I think I have started recognizing my own creative talents recently. I feel I am starting to get a better understanding for how I come up with ideas. I need to know of the assignment (if its for school) in advance. Like If I am going to have to write a paper on a novel or something, I need to have the assignment before I actually begin reading the novel. It's kind of like what they tell you to do on standardized tests. Read the questions before you read this story. This was those questions or ideas may spark something in your mind.
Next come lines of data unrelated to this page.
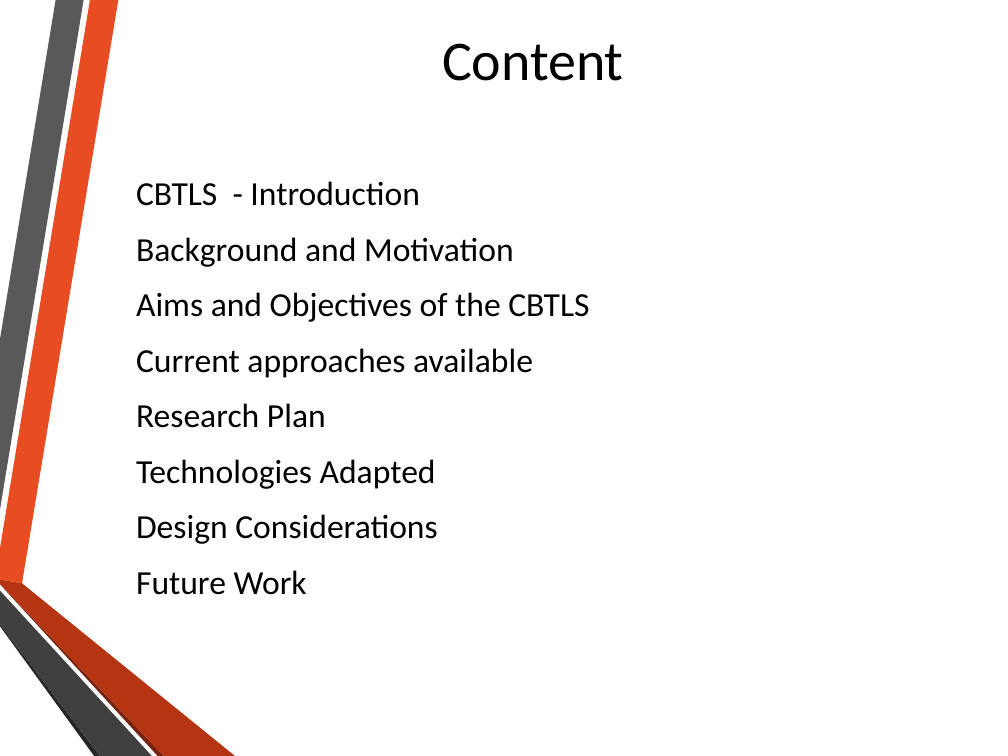
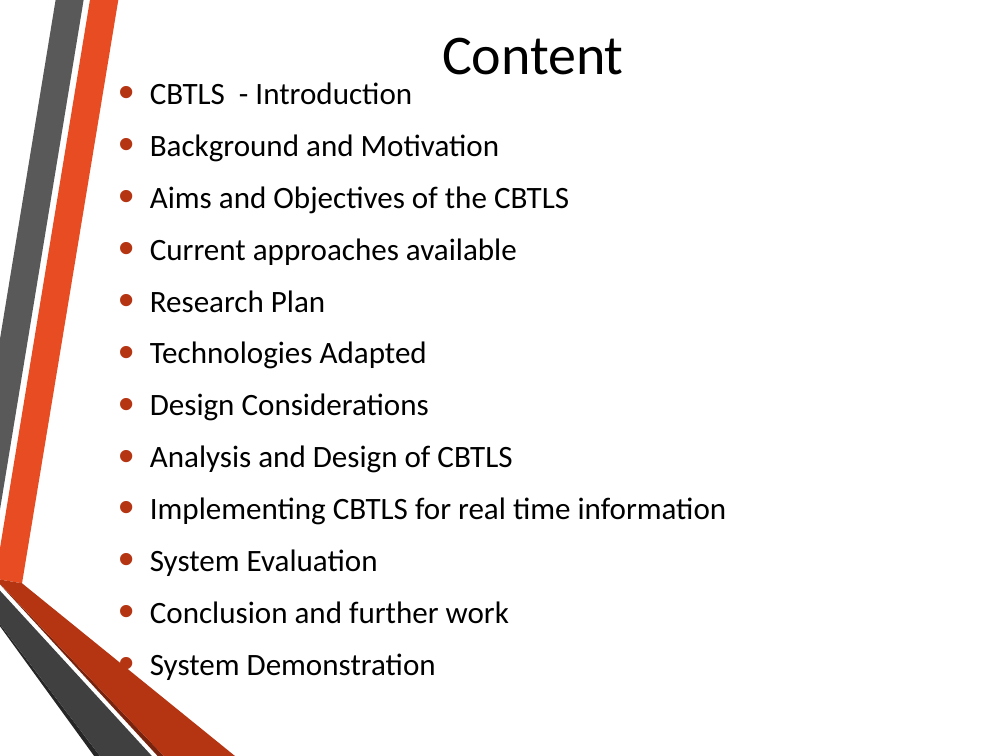
Before and after one commit to nadee158/cbtls, a slide deck: slide 2 of FinalSubmission/msc_final_presentation.pptx. Drawn at 1008x756 pixels with LibreOffice and Linux fonts; fonts in the diff are those of the drawing; background and template pictures are left out. Boxes give left, top, right and bottom in pixels: in the first picture for what was removed or moved away, otherwise in the second. Text is boxed around its words. In the diff, an @@ line names an element or a change of style, - is before the commit and + after.

```diff
--- a/FinalSubmission/msc_final_presentation.pptx
+++ b/FinalSubmission/msc_final_presentation.pptx
@@ title "Content": place and size @@
-title "Content" at <box>442,43,624,81</box>
+title "Content" at <box>442,37,624,75</box>
@@ text "CBTLS - Introduction": place and size @@
-text "CBTLS - Introduction" at <box>136,181,589,595</box>
+text "CBTLS - Introduction" at <box>150,82,727,680</box>
@@ text at <box>150,82,569,421</box>: size 24 to 22.2 pt in "CBTLS - Introduction", "Background and Motivation", "Aims and Objectives of the CBTLS", "Current approaches available" and 3 more places; bullet none to • @@
@@ text at <box>150,445,727,680</box>: text changed; size 24 to 22.2 pt @@
-Future Work
+• Analysis and Design of CBTLS
+• Implementing CBTLS for real time information
+• System Evaluation
+• Conclusion and further work
+• System Demonstration
```
Also in this commit, not shown: 6 other slides changed, 12 slides added, 3 slides removed.

I need to know the assignment in advance this way I can let the thoughts float around in the back of my head until BAM! I have an idea.

Wednesday, March 4, 2009

creative projects... something I actually want to work on!
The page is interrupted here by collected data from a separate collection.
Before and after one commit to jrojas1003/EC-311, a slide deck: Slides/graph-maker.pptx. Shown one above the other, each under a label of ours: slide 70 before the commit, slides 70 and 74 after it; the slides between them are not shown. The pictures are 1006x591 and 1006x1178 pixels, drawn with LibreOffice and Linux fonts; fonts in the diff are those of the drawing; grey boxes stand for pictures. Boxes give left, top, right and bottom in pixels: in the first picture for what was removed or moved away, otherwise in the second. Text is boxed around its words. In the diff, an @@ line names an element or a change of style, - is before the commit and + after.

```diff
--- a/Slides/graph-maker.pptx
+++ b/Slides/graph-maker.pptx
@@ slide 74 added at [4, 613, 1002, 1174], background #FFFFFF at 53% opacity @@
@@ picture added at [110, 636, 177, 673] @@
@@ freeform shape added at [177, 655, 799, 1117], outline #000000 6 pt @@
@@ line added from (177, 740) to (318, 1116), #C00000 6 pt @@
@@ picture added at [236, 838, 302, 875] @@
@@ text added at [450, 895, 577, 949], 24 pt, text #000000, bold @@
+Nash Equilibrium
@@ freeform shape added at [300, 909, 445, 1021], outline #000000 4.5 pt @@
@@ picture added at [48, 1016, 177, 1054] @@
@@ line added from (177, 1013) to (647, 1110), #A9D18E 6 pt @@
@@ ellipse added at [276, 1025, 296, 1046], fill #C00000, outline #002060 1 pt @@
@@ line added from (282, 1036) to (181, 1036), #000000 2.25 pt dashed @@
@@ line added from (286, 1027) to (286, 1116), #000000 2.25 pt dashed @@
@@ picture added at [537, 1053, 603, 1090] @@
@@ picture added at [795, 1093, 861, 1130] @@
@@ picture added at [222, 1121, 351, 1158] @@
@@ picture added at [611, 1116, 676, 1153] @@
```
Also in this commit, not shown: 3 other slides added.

Okay. so my teacher is letting us come up with our own project ideas and it can be about anything we are going over in class. (I have the same teacher for two classes). In previous blog entries, I mentioned the Inferno and well that it was what we have our project on. We can do anything. At first I was going to write just a normal college essay but have been trying to come up with a good creative idea and something I would actually want to do and work on. I want to be intrinsically motivated and see the end result not for the grade but for the project. Well I was in my Interpretation class and she assigned a new paper topic that is due after spring break and I came up with an idea I love love love! We read Franz Kafka's A Hunger Artist and I am going to write my paper on how Britney Spears is a hunger artist. Well while free writing on this paper and running with this crazy and out there idea I came up with an idea for my other class' project. I am going to make a deconstructed book. I'm basically going to buy an old used copy of the Inferno and "deconstruct it" or maybe even "reconstruct it".... I am going to illustrate the different scenes using pop up images, paint, symbols. I am even going to glue chucks of pages together and then cut circles going deeper and deeper into the book as if as you are flipping through you are going through all of the circles of hell. It's hard to describe and that is as best I could. I love being able to do my own thing and not have to follow rules set by someone else. I am very much a rule maker and that makes it easier for me to break or bend my own rules. There was certainly an incubation period for my Dante project idea. Those thoughts have been floating around in my brain forever and it wasn't until I was working on a different project that the idea came to me. Some creativity may be able to be triggered initially but some takes time.

Sunday, March 1, 2009

a light bulb went off but maybe this isn't a good idea/comparison

okay so this may be totally random and out there but... we were discussing in class the other day about the importance of decision making and I am reading Dante's Divine Comedy in another class and started making all of these random comparisons.

so yeah. decision making!
It's definitely important in the creative process because one decision will lead to another and making wrong decisions is fine because if you never try you'll never know. It's trial and error but as long as you pick something and stick to it you will benefit from it. I linked the importance of decision making to the Inferno because right when Dante and Virgil are about the enter hell there are the souls of those floating around behind a banner. They lived their life with "no blame and with no praise." Heaven cast them out and hell would not take them in. They never committed. They never took a stand. They never made a decision and never took any risks. Decision making is a powerful tool and is essential in the creative process. Nothing will ever be good or bad if you can't make up your mind. It's hard to be in the middle. Dante didn't half decide to write the Divine Comedy. You have to commit wholeheartedly to something and it is either going to be seen as a "heavenly" piece of work or a "what the hell was he/she thinking?" kind of work. If there was no decision process and deciding factor, than chances are that nothing was created because nothing was ever built upon the initial thought. The creation is nothing more than building blocks of ideas glued together by a firm decision. If the glue isn't strong and durable and if you don't put enough, then the blocks and ideas will fall apart.